Ia pun menampakkan diri menghampiri suaminya. Kemudian, duduk di sebelahnya.

"Kamu tahu aku ada di sini?" tanya Clara basa-basi.

Ia nampak sedikit kikuk. Karena ia merasa sudah mengganggu ketenangan laki-laki itu. Ia terlihat seperti orang yang punya banyak beban pikiran.

"Menurut kamu bagaimana?" tanya Dev balik.

"Ya aku kan nggak tahu, Dev! Makanya aku nanya!" ketus Clara.

Ia mengeryitkan dahi bingung. Karena baru saja menangis, sudah bisa bersikap ketus lagi. Emang kalau dasarnya udah bar-bar, akan tetap seperti itu.

"Nggak usah ngegas, Ra. Gue bukan anak Ospek yang harus lu galakin kayak gitu," protes Dev. Ia geleng-geleng kepala.

"Tadi manggilnya aku-kamu, sekarang lu-gue. Kamu ini memang aneh ya, Dev? Nggak bisa ditebak, kayak teka-teki," sahut Clara sok puitis.

"Bahasa lu ketinggian, gue nggak ngerti. Kalau lu udah ngantuk ya tidur, jangan di sini. Kalau lu kedinginan dan jatuh sakit, gue nggak akan tanggung jawab!"

"Kamu nggak usah mikirin aku. Karena aku bisa menjaga dan merawat diri aku sendiri," tukas Clara.

Angin sepoi-sepoi telah berhasil menembus kulitnya yang halus. Ia memegang kedua lengannya yang mulai merasa dingin. Karena ini sudah pukul dua dini hari.

Dev yang melihat Clara kedinginan, langsung melepas jaketnya dan menyampirkan pada tubuh gadis itu.

"Udah gue bilang di sini dingin, tapi lu ngeyel banget. Pakai ini biar tubuh lu nggak kedinginan. Ntar masuk angin gue yang repot," omel Dev.

"Terima kasih."

Clara memperhatikan raut wajah Dev yang terlihat kesal. Hal itu membuatnya semakin penasaran dengan laki-laki itu. Karena ia sangat berbeda dengan laki-laki pada umumnya.

Dev yang merasa diperhatikan, langsung menatap balik istrinya. Dengan secepat kilat, gadis itu langsung menoleh ke arah lain.

"Apakah dia mulai suka sama gue? Ah ... mana mungkin," gumam Dev dalam hati.

Ia pun juga langsung beralih menatap bulan dan gugusan bintang yang bertebaran di langit malam.

Clara melirik sekilas ke arahnya, ia pun mengikuti arah pandangan Dev.

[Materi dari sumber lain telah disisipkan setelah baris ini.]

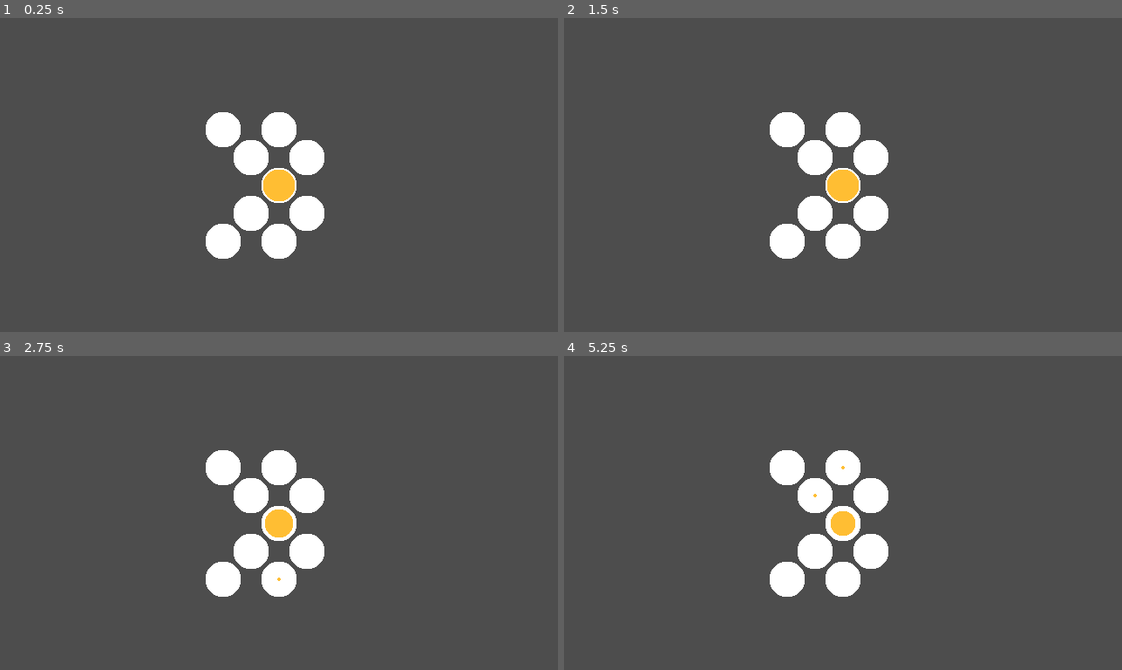
Above: before the commit, frames 1-4 (two rows, left to right).
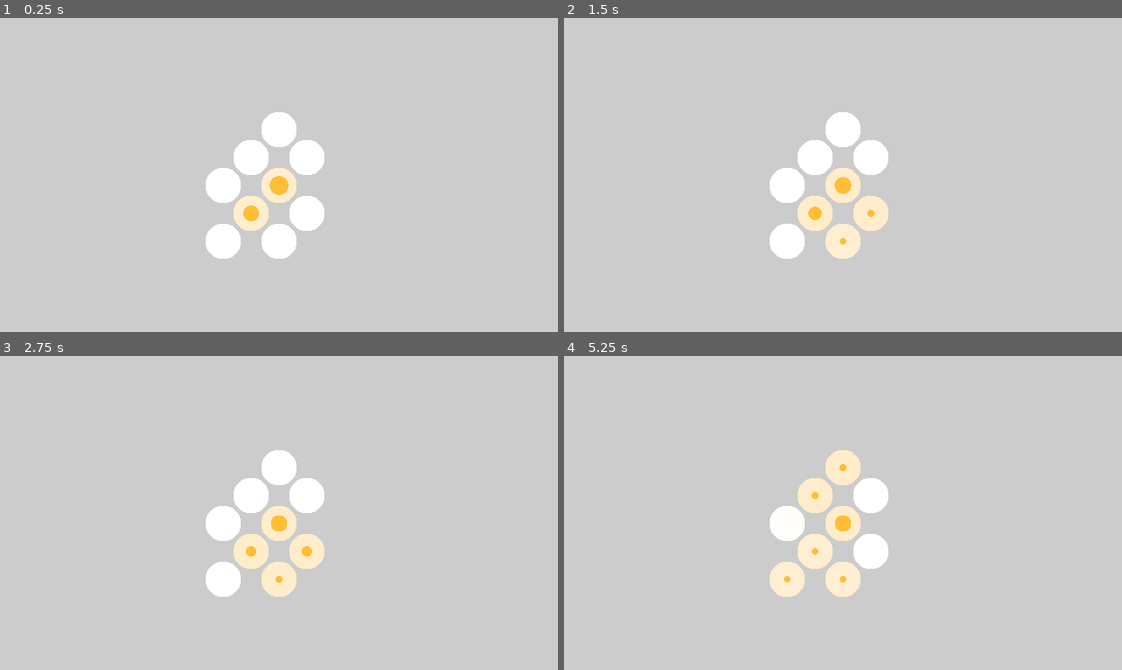
Above: after the commit, the same moments.

Repository: daviddegelder/Holey
Game: Godot game, scene res://main.tscn
Same seed, same stepped clock (60 frames per second), same inputs: the game is played once before the commit and once after it.
Inputs:
- Up to frame 1 (0.25 s): no input
- Up to frame 2 (1.5 s): tap Enter at 0.5 s; hold Keypad 6 (East) 0.53-1.28 s; tap Space at 1.25 s; hold Keypad 2 (South) from 1.28 s (still down)
- Up to frame 3 (2.75 s): tap Enter at 2 s; release Keypad 2 (South) at 2.03 s; hold Keypad 6 (East) from 2.03 s (still down)
- Up to frame 4 (5.25 s): tap Space at 2.75, 4.25 s; release Keypad 6 (East) at 2.78 s; hold Keypad 8 (North) 2.78-3.53 s; tap Enter at 3.5 s; hold Keypad 7 (NorthWest) 3.53-5.03 s; hold Keypad 2 (South) from 5.03 s (still down)

The runs differ from the first frame. In frame 1, 96% of the frame differs, in the area x 0-100%, y 0-100%; in frame 2, 98%; in frame 3, 98%; in frame 4, 99%.

Commit message:
match visuals

Diff:
--- a/Hole/hole.gd
+++ b/Hole/hole.gd
@@ -1,6 +1,7 @@
 @tool
 class_name Hole
 extends Node2D
+
 
 enum Direction {
 	Null,
@@ -13,7 +14,7 @@
 	West,
 	NorthWest,
 }
-var DIRECTION_VECTORS: Dictionary[Direction, Vector2] = {
+const DIRECTION_VECTORS: Dictionary[Direction, Vector2] = {
 	Direction.Null      : Vector2(0,0),
 	Direction.North     : Vector2(0,-1),
 	Direction.NorthEast : Vector2(1,-1),
@@ -25,18 +26,19 @@
 	Direction.NorthWest : Vector2(-1,-1),
 }
 
+
 @export_tool_button("Detect Neighbours") var detect_neighbours_action = detect_neighbours;
 @export var neighbours: Dictionary[Direction, Hole]
 @export var fill_level: int
-
-var queue_fill: int = 0
 
 func _process(_delta):
 	if not Engine.is_editor_hint():
 		var input_direction: Direction = get_input_direction()
 		if input_direction != Direction.Null:
 			flow(input_direction)
-	render_fill()
+		%Render.fill_level = fill_level
+	else:
+		render_editor()
 
 func flow(direction: Direction):
 	if fill_level > 0 and has_neighbour(direction):
@@ -46,25 +48,22 @@
 func fill():
 	fill_level += 1
 
-func render_fill():
-	%Fill.scale = Vector2.ONE * (fill_level * 0.1)
-
 func get_input_direction():
-	if Input.is_action_just_released("North"):
+	if Input.is_action_just_pressed("North"):
 		return Direction.North
-	if Input.is_action_just_released("NorthEast"):
+	if Input.is_action_just_pressed("NorthEast"):
 		return Direction.NorthEast
-	if Input.is_action_just_released("East"):
+	if Input.is_action_just_pressed("East"):
 		return Direction.East
-	if Input.is_action_just_released("SouthEast"):
+	if Input.is_action_just_pressed("SouthEast"):
 		return Direction.SouthEast
-	if Input.is_action_just_released("South"):
+	if Input.is_action_just_pressed("South"):
 		return Direction.South
-	if Input.is_action_just_released("SouthWest"):
+	if Input.is_action_just_pressed("SouthWest"):
 		return Direction.SouthWest
-	if Input.is_action_just_released("West"):
+	if Input.is_action_just_pressed("West"):
 		return Direction.West
-	if Input.is_action_just_released("NorthWest"):
+	if Input.is_action_just_pressed("NorthWest"):
 		return Direction.NorthWest
 	#no input:
 	return Direction.Null
@@ -83,3 +82,6 @@
 	if collider == null or !collider.is_in_group("Hole"):
 		return null
 	return collider.get_parent()
+
+func render_editor():
+	%Fill.scale = Vector2.ONE * (fill_level * 0.1)
--- a/Hole/hole.tscn
+++ b/Hole/hole.tscn
@@ -1,7 +1,8 @@
-[gd_scene load_steps=4 format=3 uid="uid://bkaj5fl2k43vq"]
+[gd_scene load_steps=5 format=3 uid="uid://bkaj5fl2k43vq"]
 
 [ext_resource type="Script" uid="uid://dorko01b0mjo1" path="res://Hole/hole.gd" id="1_y0jvi"]
 [ext_resource type="Texture2D" uid="uid://bvtqcc0mbkwg1" path="res://Sprites/circle_256.png" id="2_q25xr"]
+[ext_resource type="Script" uid="uid://c47ipo3nyyk7" path="res://Hole/render.gd" id="2_wbotu"]
 
 [sub_resource type="CircleShape2D" id="CircleShape2D_y0jvi"]
 radius = 16.0
@@ -9,17 +10,29 @@
 [node name="Hole" type="Node2D"]
 script = ExtResource("1_y0jvi")
 
-[node name="Background" type="Node2D" parent="."]
+[node name="Render" type="Node2D" parent="."]
+unique_name_in_owner = true
+process_priority = -1
+script = ExtResource("2_wbotu")
+lerp_weight = 0.2
+min_scale = 0.2
+max_scale = 0.9
+fill_steps = 9
+bg_default_color = Color(1, 1, 1, 1)
+bg_complete_color = Color(1, 0.92498, 0.796529, 1)
 
-[node name="Sprite" type="Sprite2D" parent="Background"]
+[node name="Background" type="Node2D" parent="Render"]
+unique_name_in_owner = true
+
+[node name="Sprite" type="Sprite2D" parent="Render/Background"]
 scale = Vector2(0.16, 0.16)
 texture = ExtResource("2_q25xr")
 
-[node name="Fill" type="Node2D" parent="."]
+[node name="Fill" type="Node2D" parent="Render"]
 unique_name_in_owner = true
-scale = Vector2(0.9, 0.9)
+scale = Vector2(1e-05, 1e-05)
 
-[node name="Sprite" type="Sprite2D" parent="Fill"]
+[node name="Sprite" type="Sprite2D" parent="Render/Fill"]
 modulate = Color(1, 0.745098, 0.2, 1)
 scale = Vector2(0.16, 0.16)
 texture = ExtResource("2_q25xr")
--- /dev/null
+++ b/Hole/render.gd
@@ -0,0 +1,26 @@
+extends Node
+
+@export_range(0,1,0.05) var lerp_weight: float
+@export_category("Fill")
+@export var min_scale: float
+@export var max_scale: float
+@export var fill_steps: int
+@export_category("Background")
+@export var bg_default_color: Color
+@export var bg_complete_color: Color
+
+var fill_level: int
+var bg_target_color: Color
+var fill_target_scale
+
+func _ready():
+	bg_target_color = bg_default_color
+	%Background.modulate = bg_default_color
+
+func _process(delta):
+	bg_target_color = bg_complete_color if fill_level > 0 else bg_default_color
+	%Background.modulate = lerp(%Background.modulate, bg_target_color, lerp_weight)
+
+	fill_target_scale = remap(fill_level, 1, fill_steps, min_scale, max_scale)
+	if fill_level == 0: fill_target_scale = 0
+	%Fill.scale = lerp(%Fill.scale, Vector2.ONE * fill_target_scale, lerp_weight)
--- /dev/null
+++ b/Hole/renderer.gd
@@ -0,0 +1,11 @@
+extends Node2D
+
+var fillLevel: int = 0
+# Called when the node enters the scene tree for the first time.
+func _ready():
+	pass # Replace with function body.
+
+
+# Called every frame. 'delta' is the elapsed time since the previous frame.
+func _process(delta):
+	pass
--- a/main.tscn
+++ b/main.tscn
@@ -4,8 +4,21 @@
 
 [node name="Main" type="Node2D"]
 
-[node name="Hole" parent="." node_paths=PackedStringArray("neighbours") instance=ExtResource("1_ig7tw")]
+[node name="CanvasLayer" type="CanvasLayer" parent="."]
+layer = -1
+
+[node name="ColorRect" type="ColorRect" parent="CanvasLayer"]
+anchors_preset = 15
+anchor_right = 1.0
+anchor_bottom = 1.0
+grow_horizontal = 2
+grow_vertical = 2
+color = Color(0.8, 0.8, 0.8, 1)
+
+[node name="Puzzle" type="Node2D" parent="."]
 position = Vector2(352, 160)
+
+[node name="Hole" parent="Puzzle" node_paths=PackedStringArray("neighbours") instance=ExtResource("1_ig7tw")]
 neighbours = {
 0: null,
 1: null,
@@ -18,8 +31,8 @@
 8: NodePath("../Hole5")
 }
 
-[node name="Hole2" parent="." node_paths=PackedStringArray("neighbours") instance=ExtResource("1_ig7tw")]
-position = Vector2(320, 192)
+[node name="Hole2" parent="Puzzle" node_paths=PackedStringArray("neighbours") instance=ExtResource("1_ig7tw")]
+position = Vector2(-32, 32)
 neighbours = {
 0: null,
 1: NodePath("../Hole5"),
@@ -28,13 +41,13 @@
 4: NodePath("../Hole7"),
 5: NodePath("../Hole9"),
 6: NodePath("../Hole8"),
-7: null,
+7: NodePath("../Hole6"),
 8: NodePath("../Hole4")
 }
-fill_level = 9
+fill_level = 5
 
-[node name="Hole4" parent="." node_paths=PackedStringArray("neighbours") instance=ExtResource("1_ig7tw")]
-position = Vector2(288, 160)
+[node name="Hole4" parent="Puzzle" node_paths=PackedStringArray("neighbours") instance=ExtResource("1_ig7tw")]
+position = Vector2(-64, 0)
 neighbours = {
 0: null,
 1: null,
@@ -42,13 +55,13 @@
 3: NodePath("../Hole"),
 4: NodePath("../Hole2"),
 5: NodePath("../Hole8"),
-6: null,
+6: NodePath("../Hole6"),
 7: null,
-8: NodePath("../Hole6")
+8: null
 }
 
-[node name="Hole5" parent="." node_paths=PackedStringArray("neighbours") instance=ExtResource("1_ig7tw")]
-position = Vector2(320, 128)
+[node name="Hole5" parent="Puzzle" node_paths=PackedStringArray("neighbours") instance=ExtResource("1_ig7tw")]
+position = Vector2(-32, -32)
 neighbours = {
 0: null,
 1: null,
@@ -57,26 +70,26 @@
 4: NodePath("../Hole"),
 5: NodePath("../Hole2"),
 6: NodePath("../Hole4"),
-7: NodePath("../Hole6"),
+7: null,
 8: null
 }
 
-[node name="Hole6" parent="." node_paths=PackedStringArray("neighbours") instance=ExtResource("1_ig7tw")]
-position = Vector2(256, 128)
+[node name="Hole6" parent="Puzzle" node_paths=PackedStringArray("neighbours") instance=ExtResource("1_ig7tw")]
+position = Vector2(-96, 32)
 neighbours = {
 0: null,
 1: null,
-2: null,
-3: NodePath("../Hole5"),
-4: NodePath("../Hole4"),
-5: null,
+2: NodePath("../Hole4"),
+3: NodePath("../Hole2"),
+4: NodePath("../Hole8"),
+5: NodePath("../Hole3"),
 6: null,
 7: null,
 8: null
 }
 
-[node name="Hole7" parent="." node_paths=PackedStringArray("neighbours") instance=ExtResource("1_ig7tw")]
-position = Vector2(352, 224)
+[node name="Hole7" parent="Puzzle" node_paths=PackedStringArray("neighbours") instance=ExtResource("1_ig7tw")]
+position = Vector2(0, 64)
 neighbours = {
 0: null,
 1: NodePath("../Hole"),
@@ -89,8 +102,8 @@
 8: NodePath("../Hole2")
 }
 
-[node name="Hole8" parent="." node_paths=PackedStringArray("neighbours") instance=ExtResource("1_ig7tw")]
-position = Vector2(288, 224)
+[node name="Hole8" parent="Puzzle" node_paths=PackedStringArray("neighbours") instance=ExtResource("1_ig7tw")]
+position = Vector2(-64, 64)
 neighbours = {
 0: null,
 1: NodePath("../Hole4"),
@@ -100,11 +113,12 @@
 5: null,
 6: NodePath("../Hole3"),
 7: null,
-8: null
+8: NodePath("../Hole6")
 }
+fill_level = 4
 
-[node name="Hole9" parent="." node_paths=PackedStringArray("neighbours") instance=ExtResource("1_ig7tw")]
-position = Vector2(320, 256)
+[node name="Hole9" parent="Puzzle" node_paths=PackedStringArray("neighbours") instance=ExtResource("1_ig7tw")]
+position = Vector2(-32, 96)
 neighbours = {
 0: null,
 1: NodePath("../Hole2"),
@@ -117,11 +131,11 @@
 8: NodePath("../Hole8")
 }
 
-[node name="Hole3" parent="." node_paths=PackedStringArray("neighbours") instance=ExtResource("1_ig7tw")]
-position = Vector2(256, 256)
+[node name="Hole3" parent="Puzzle" node_paths=PackedStringArray("neighbours") instance=ExtResource("1_ig7tw")]
+position = Vector2(-96, 96)
 neighbours = {
 0: null,
-1: null,
+1: NodePath("../Hole6"),
 2: NodePath("../Hole8"),
 3: NodePath("../Hole9"),
 4: null,
--- a/project.godot
+++ b/project.godot
@@ -24,7 +24,6 @@
 window/size/viewport_width=640
 window/size/viewport_height=360
 window/stretch/mode="canvas_items"
-window/stretch/aspect="ignore"
 
 [global_group]
 
Not shown, added: Hole/render.gd.uid
Not shown, added: Hole/renderer.gd.uid
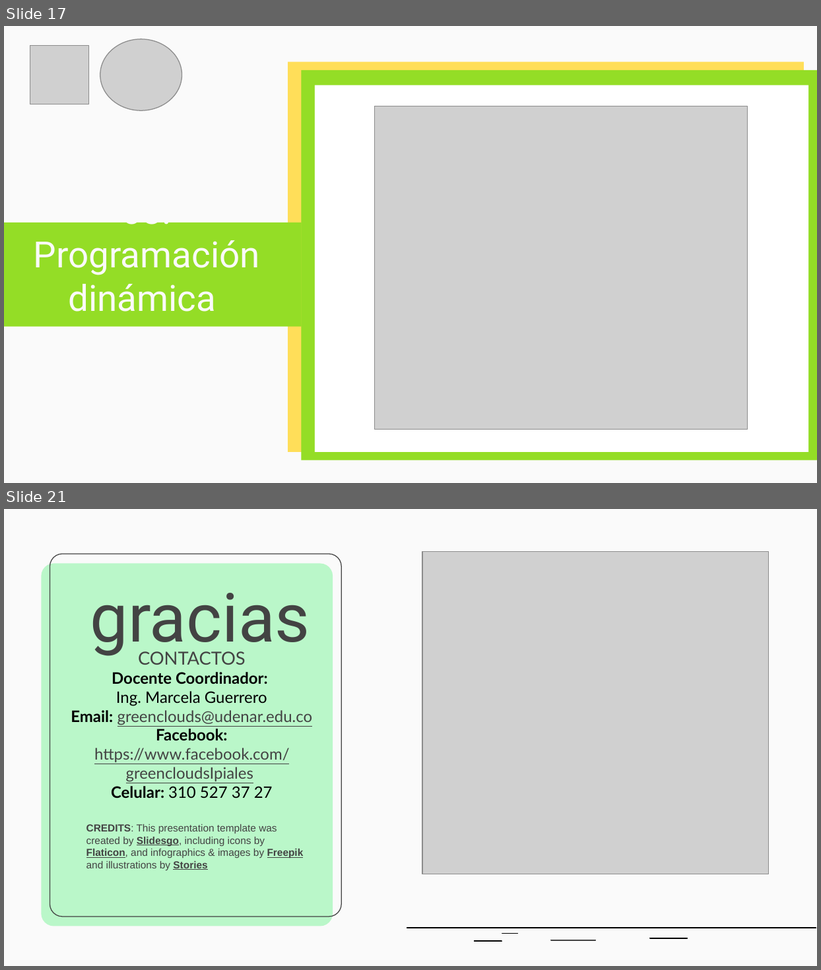
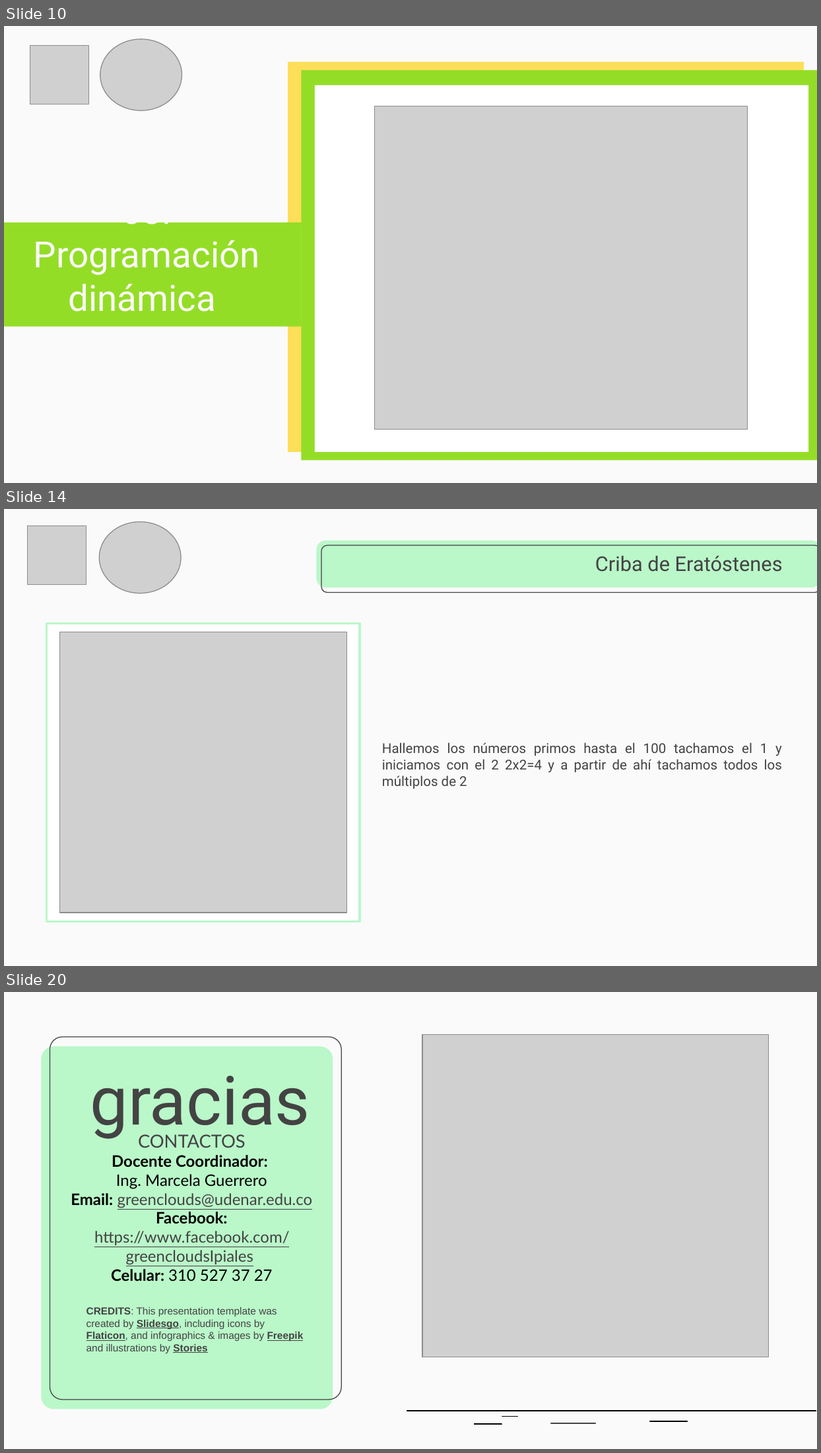
Before and after one commit to cangothic/CursoDePrgramacionCompetitiva, a slide deck: clase 4/Capacitación Maratones.pptx. Shown one above the other, each under a label of ours: slides 17 and 21 before the commit, slides 10, 14 and 20 after it; the slides between them are not shown. The pictures are 821x970 and 821x1453 pixels, drawn with LibreOffice and Linux fonts; fonts in the diff are those of the drawing; grey boxes stand for pictures. Boxes give left, top, right and bottom in pixels: in the first picture for what was removed or moved away, otherwise in the second. Text is boxed around its words. In the diff, an @@ line names an element or a change of style, - is before the commit and + after.

```diff
--- a/clase 4/Capacitación Maratones.pptx
+++ b/clase 4/Capacitación Maratones.pptx
@@ slide 14 added at (x1=4, y1=509, x2=817, y2=966), background #FAFAFA @@
@@ picture added at (x1=28, y1=526, x2=86, y2=585) @@
@@ picture added at (x1=99, y1=522, x2=180, y2=593) @@
@@ rounded rectangle added at (x1=316, y1=541, x2=817, y2=588), fill #BAF7C9 @@
@@ rounded rectangle added at (x1=321, y1=545, x2=817, y2=593), outline #434343 0.75 pt @@
@@ title added at (x1=595, y1=556, x2=783, y2=572), 18 pt, text #434343 @@
+Criba de Eratóstenes
@@ rectangle added at (x1=46, y1=624, x2=359, y2=922), fill #FFFFFF, outline #BAF7C9 2 pt @@
@@ picture added at (x1=59, y1=632, x2=347, y2=913) @@
@@ subtitle added at (x1=382, y1=743, x2=782, y2=789), 12 pt, text #434343 @@
+Hallemos los números primos hasta el 100 tachamos el 1 y iniciamos con el 2 2x2=4 y a partir de ahí tachamos todos los múltiplos de 2
@@ what was slide 17 is now slide 10 @@
@@ what was slide 21 is now slide 20 @@
```
Also in this commit, not shown: 2 slides changed, 14 other slides added, 16 slides removed.

Kini sepasang matanya tertuju pada sebuah bintang yang paling bercahaya di antara yang lainnya.

"Bintangnya sangat indah ya Dev?" tanya Clara.

Ia tersenyum sangat lebar. Senyum yang belum pernah Dev lihat sebelumnya. Beban dalam pikirannya seakan hilang seketika. Benar-benar menghanyutkan. Dan ya ... sangat cantik.

"Lu suka melihat bintang?" tanya Dev.

"Suka bangetttt!"

Dev tersenyum karena bisa menatap bintang bersama seseorang. Biasanya ia dan Fida selalu tidur di bawah langit secara langsung. Karena bisa melihat indahnya langit malam sebelum memejamkan mata.

****

"Kamu nggak boleh melewati batas. Guling ini batas di antara kita. Kalau kamu ngelanggar, harus terima hukuman," tunjuk Clara pada guling pembatas tidur mereka.

"Kita tidur seranjang, tapi nggak pelukan. Rasanya kayak masih bujangan aja," sahut Dev.

"Pokoknya kamu nggak boleh melewati batas. Kamu ngerti?!" tanya Clara dengan nada meninggi.

"Nggak usah ngatur. Jangan-jangan lu kalau tidur kayak walang keket. Muter sana muter sini," tuduh Dev.

Ia geleng-geleng kepala tak mengerti apa isi otak gadis ini hingga harus membuat pagar pembatas. Padahal ranjangnya lumayan kecil. Pergerakan mereka akan sangat terbatas. Terlebih lagi, ada pembatas yang sangat membagongkan.

"Aku nggak kayak gitu ya. Jangan-jangan kamu sendiri lagi," bantah Clara.

Ia memutar kedua bola matanya malas. Karena laki-laki ini sangat cerewet seperti perempuan. Besok harusnya ganti pakai rok saja.

"Mana ada? Sumpah nih ranjang udah sempit malah lu buat lebih sempit lagi. Lu pikir pembatas negara apa?!"

"Udah nggak usah protes. Kalau kamu nggak mau aku tidur di luar. Biar nanti aku jatuh sakit dan ngerepotin kamu," ancam Clara tak main-main.

Dev hanya bisa mengelus dada. Karena punya istri seperti Clara sangat menguji kesabaran dan menggoda iman. Untung saja ia memiliki iman yang kuat.

"Aku udah ngantuk mau tidur, selamat malam, Devaro Mahardika Sanjaya!"

Setelah mengucapkan salam, ia langsung tidur. Sedangkan Dev tidak percaya dengan apa yang baru saja ia dengar. Ia seperti sedang bersama Fida saja. Tetapi, gadis itu tidak semanis Clara.

"Iya, selamat malam, Ra."

"Eh ... udah tidur!"

Ia mendengus kesal. Belum ada lima menit, gadis itu sudah menuju ke alam mimpi.

"Have a nice dream, Clara Marshita Anjelika!"

Ia tersenyum, kemudian berbaring di samping istrinya. Ia menoleh sekilas menatap wajahnya. Kemudian ia menyibak rambut yang menutupi sebagian wajah gadis malang itu.